### WHAT IS NEEDED
Repeat each entry exactly. Drop every image.

[Entries taken from a collection]
▼

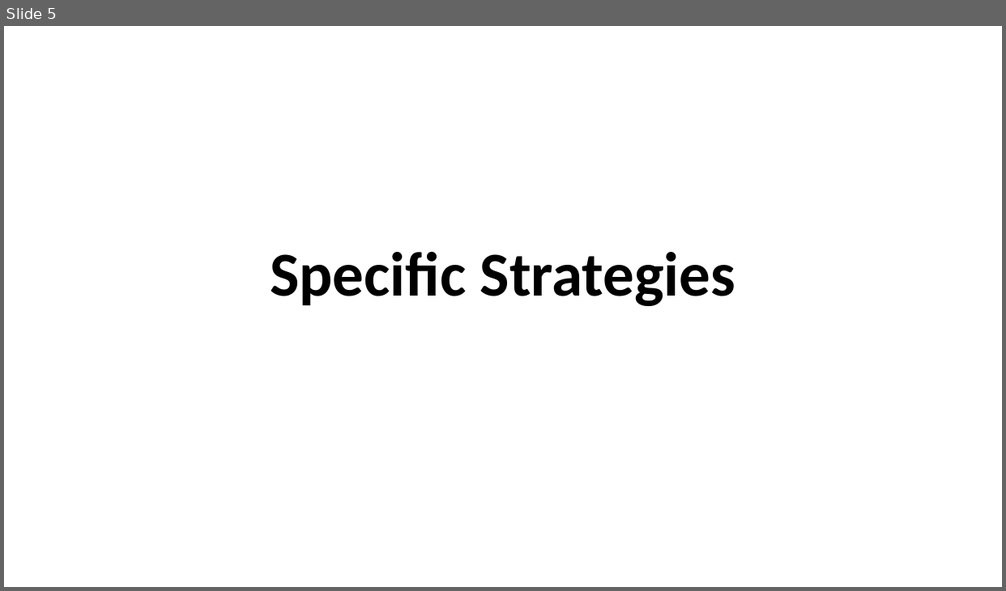
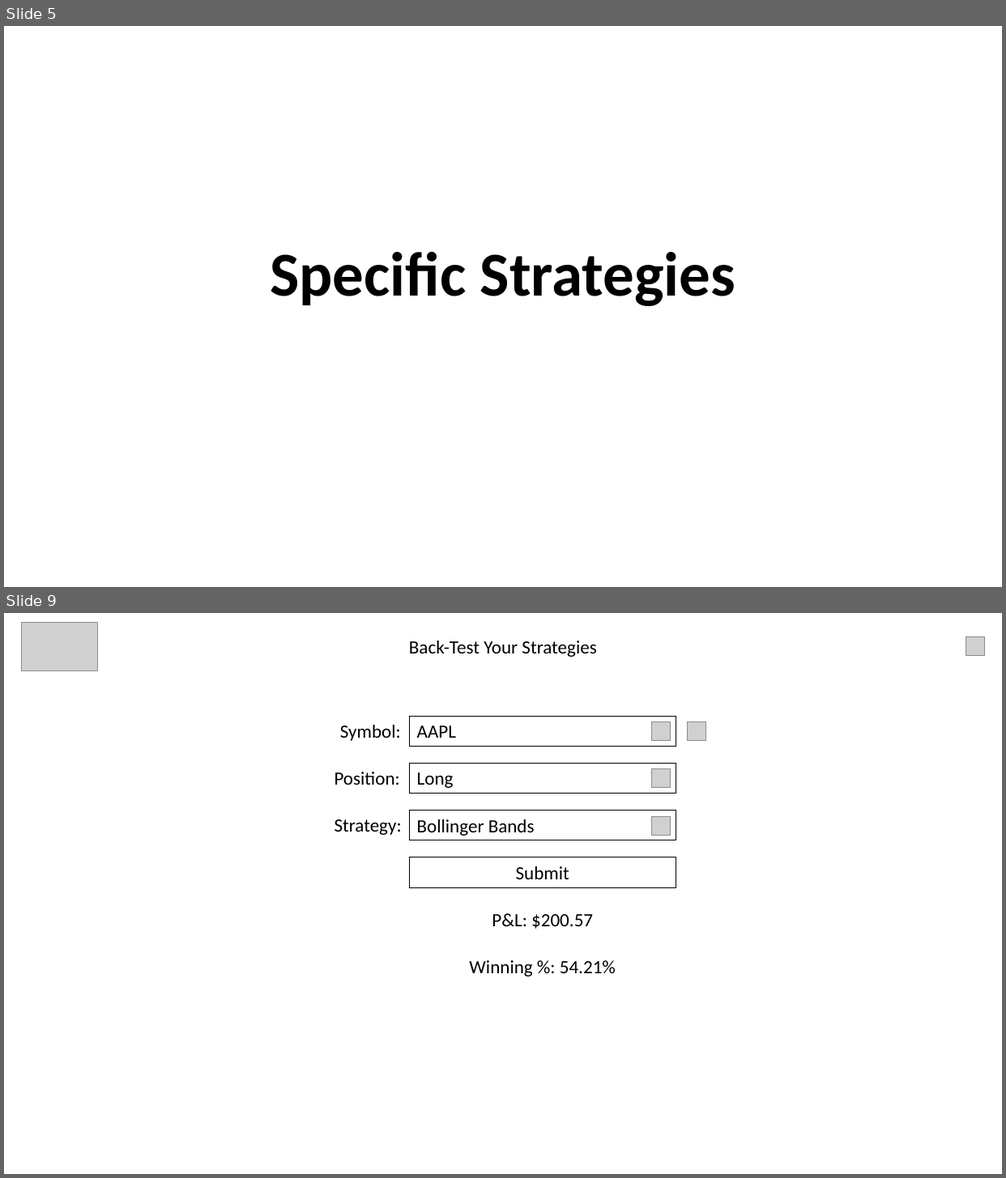
Before and after one commit to MosElsh/Backtesting-app, a slide deck: App Designs/Light Mode App Design.pptx. Shown one above the other, each under a label of ours: slide 5 before the commit, slides 5 and 9 after it; the slides between them are not shown. The pictures are 1006x591 and 1006x1178 pixels, drawn with LibreOffice and Linux fonts; fonts in the diff are those of the drawing; grey boxes stand for pictures. Boxes give left, top, right and bottom in pixels: in the first picture for what was removed or moved away, otherwise in the second. Text is boxed around its words. In the diff, an @@ line names an element or a change of style, - is before the commit and + after.

```diff
--- a/App Designs/Light Mode App Design.pptx
+++ b/App Designs/Light Mode App Design.pptx
@@ slide 9 added at <box>4,613,1002,1174</box>, background #FFFFFF @@
@@ picture added at <box>21,622,98,671</box> @@
@@ text added at <box>409,641,596,657</box>, 18 pt, text #000000 @@
+Back-Test Your Strategies
@@ picture added at <box>966,637,985,656</box> @@
@@ text added at <box>340,725,401,741</box>, 18 pt, text #000000 @@
+Symbol:
@@ rectangle added at <box>410,717,676,747</box>, outline #000000 0.75 pt, 18 pt, text #000000 @@
+AAPL
@@ picture added at <box>651,722,671,740</box> @@
@@ picture added at <box>688,722,706,740</box> @@
@@ text added at <box>334,772,400,785</box>, 18 pt, text #000000 @@
+Position:
@@ rectangle added at <box>410,764,676,794</box>, outline #000000 0.75 pt, 18 pt, text #000000 @@
+Long
@@ picture added at <box>651,769,671,787</box> @@
@@ text added at <box>334,820,402,835</box>, 18 pt, text #000000 @@
+Strategy:
@@ rectangle added at <box>410,811,676,841</box>, outline #000000 0.75 pt, 18 pt, text #000000 @@
+Bollinger Bands
@@ picture added at <box>651,816,671,835</box> @@
@@ rectangle added at <box>410,858,676,888</box>, outline #000000 0.75 pt, 18 pt, text #000000 @@
+Submit
@@ text added at <box>492,914,593,929</box>, 18 pt, text #000000 @@
+P&L: $200.57
@@ text added at <box>469,960,616,977</box>, 18 pt, text #000000 @@
+Winning %: 54.21%
```
Also in this commit, not shown: 3 slides changed, 19 other files.

▲

### OUTPUT BELOW
Before and after one commit to MosElsh/Backtesting-app, a slide deck: App Designs/Light Mode App Design.pptx. Shown one above the other, each under a label of ours: slide 5 before the commit, slides 5 and 9 after it; the slides between them are not shown. The pictures are 1006x591 and 1006x1178 pixels, drawn with LibreOffice and Linux fonts; fonts in the diff are those of the drawing; grey boxes stand for pictures. Boxes give left, top, right and bottom in pixels: in the first picture for what was removed or moved away, otherwise in the second. Text is boxed around its words. In the diff, an @@ line names an element or a change of style, - is before the commit and + after.

```diff
--- a/App Designs/Light Mode App Design.pptx
+++ b/App Designs/Light Mode App Design.pptx
@@ slide 9 added at <box>4,613,1002,1174</box>, background #FFFFFF @@
@@ picture added at <box>21,622,98,671</box> @@
@@ text added at <box>409,641,596,657</box>, 18 pt, text #000000 @@
+Back-Test Your Strategies
@@ picture added at <box>966,637,985,656</box> @@
@@ text added at <box>340,725,401,741</box>, 18 pt, text #000000 @@
+Symbol:
@@ rectangle added at <box>410,717,676,747</box>, outline #000000 0.75 pt, 18 pt, text #000000 @@
+AAPL
@@ picture added at <box>651,722,671,740</box> @@
@@ picture added at <box>688,722,706,740</box> @@
@@ text added at <box>334,772,400,785</box>, 18 pt, text #000000 @@
+Position:
@@ rectangle added at <box>410,764,676,794</box>, outline #000000 0.75 pt, 18 pt, text #000000 @@
+Long
@@ picture added at <box>651,769,671,787</box> @@
@@ text added at <box>334,820,402,835</box>, 18 pt, text #000000 @@
+Strategy:
@@ rectangle added at <box>410,811,676,841</box>, outline #000000 0.75 pt, 18 pt, text #000000 @@
+Bollinger Bands
@@ picture added at <box>651,816,671,835</box> @@
@@ rectangle added at <box>410,858,676,888</box>, outline #000000 0.75 pt, 18 pt, text #000000 @@
+Submit
@@ text added at <box>492,914,593,929</box>, 18 pt, text #000000 @@
+P&L: $200.57
@@ text added at <box>469,960,616,977</box>, 18 pt, text #000000 @@
+Winning %: 54.21%
```
Also in this commit, not shown: 3 slides changed, 19 other files.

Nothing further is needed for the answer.